Antonio Garcia-Dominguez -- PhD Topics

PhD Topics

If you are interested in doing a PhD with me, here are some ideas on various topics that I am interested in at the moment.

Traceable and incremental model-to-text transformations

One common task in model-driven software engineering is to produce text from the models: this text can be documentation, or code for the modelled system concern. Template-based languages are often used for this, with some form of co-ordination (such as the EGX and EGL languages from Epsilon). These approaches suffer from two problems, however:

In safety-critical industries (e.g. aerospace), certification requires demonstrating that there is an unbroken chain of causality from system requirements through the system models, all the way to the implementation code. Current template-based approaches can handle simple cases where a specific model element property is directly used for the generated code, but suffer as soon as some additional processing is done (even simple string concatenation).
When the model changes, current generators simply regenerate the entire codebase again, regardless of whether the model has only slightly changed. Some generators do detect when a given file has to be regenerated, but even then they have to regenerate the whole file. A more fine-grained level of incrementality would be desirable. This incrementality could also be used to not only generate new code, but also detect when a given set of files should be deleted, or renamed (as they may contain protected regions).

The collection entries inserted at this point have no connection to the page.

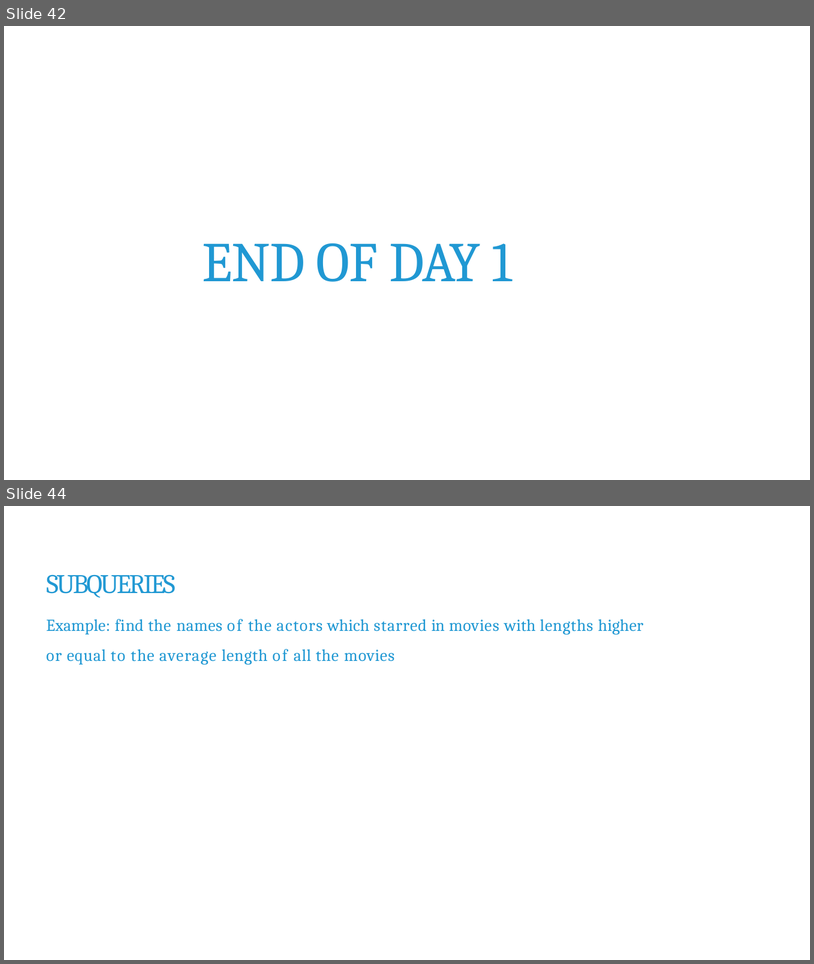
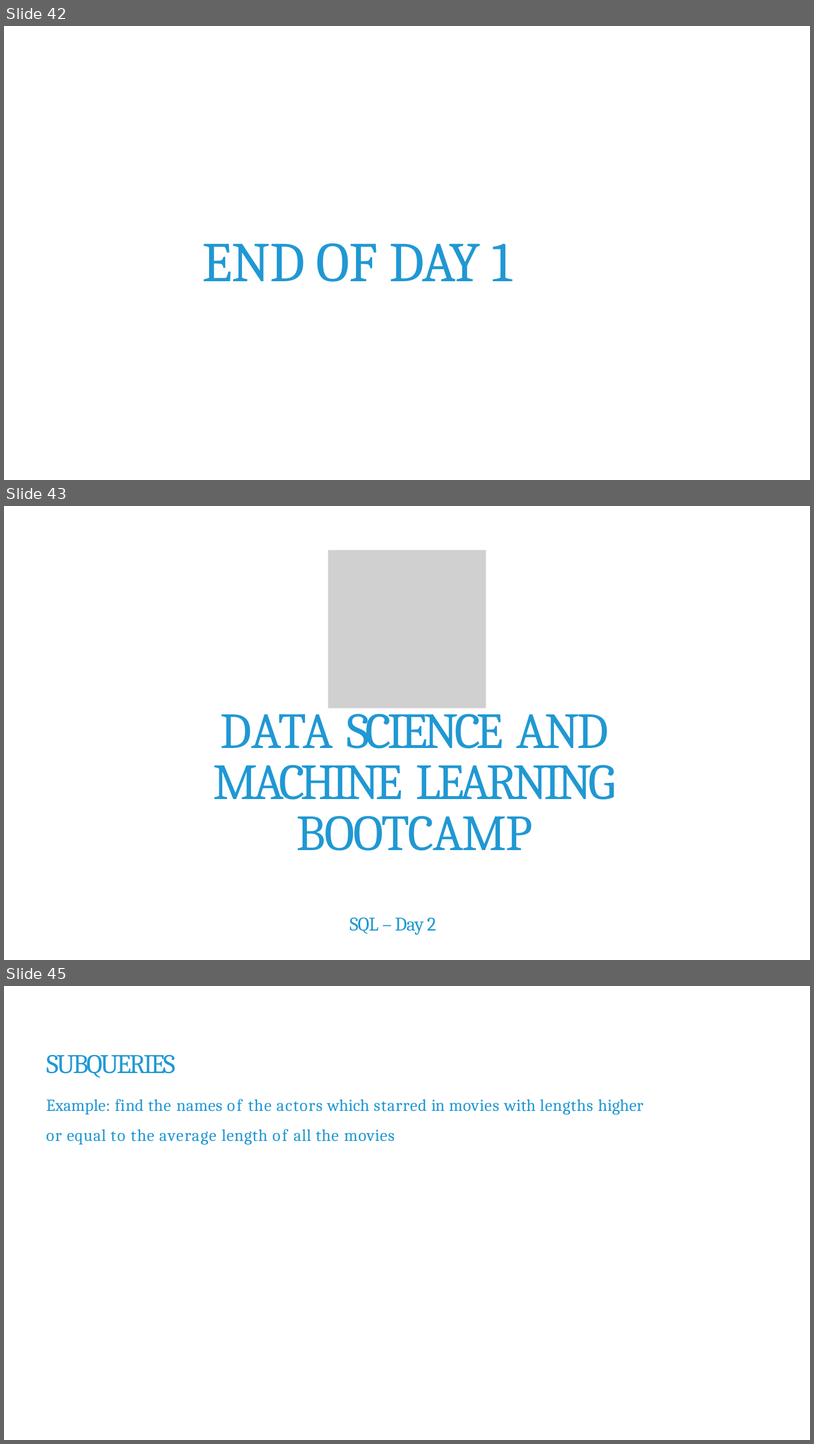
Before and after one commit to itua1293/w3-nbs, a slide deck: D1/W3 D1D2 SQL.pptx. Shown one above the other, each under a label of ours: slides 42 and 44 before the commit, slides 42, 43 and 45 after it; the slides between them are not shown. The pictures are 814x964 and 814x1444 pixels, drawn with LibreOffice and Linux fonts; fonts in the diff are those of the drawing; grey boxes stand for pictures. Boxes give left, top, right and bottom in pixels: in the first picture for what was removed or moved away, otherwise in the second. Text is boxed around its words. In the diff, an @@ line names an element or a change of style, - is before the commit and + after.

```diff
--- a/D1/W3 D1D2 SQL.pptx
+++ b/D1/W3 D1D2 SQL.pptx
@@ slide 43 added at [4, 506, 810, 960], background #FFFFFF @@
@@ picture added at [328, 550, 486, 708] @@
@@ text added at [213, 702, 615, 850], 90 pt, text #2098D3 @@
+DATA SCIENCE AND MACHINE LEARNING BOOTCAMP
@@ text added at [350, 917, 436, 934], 34.5 pt, text #2098D3 @@
+SQL – Day 2
@@ what was slide 44 is now slide 45 @@
```
Also in this commit, not shown: 2 slides changed, 2 other slides added, 1 slide removed, 1 other file.

One approach to do this would be to construct a unified traceability graph, linking the model elements being accessed with the appropriate parts of the template orchestration rules and code generation templates, and the generated code. The PhD would investigate the design of this data structure and the algorithms needed to maintain it and use it for traceable and incremental code generation. Here is an example of what it could look like for a simple Java code generator, which turns a small model into a Product class. The graph captures the full provenance of the code, all the way from the reason why the file was generated (for renaming/deletion), to the reasons why the setPrice method was generated.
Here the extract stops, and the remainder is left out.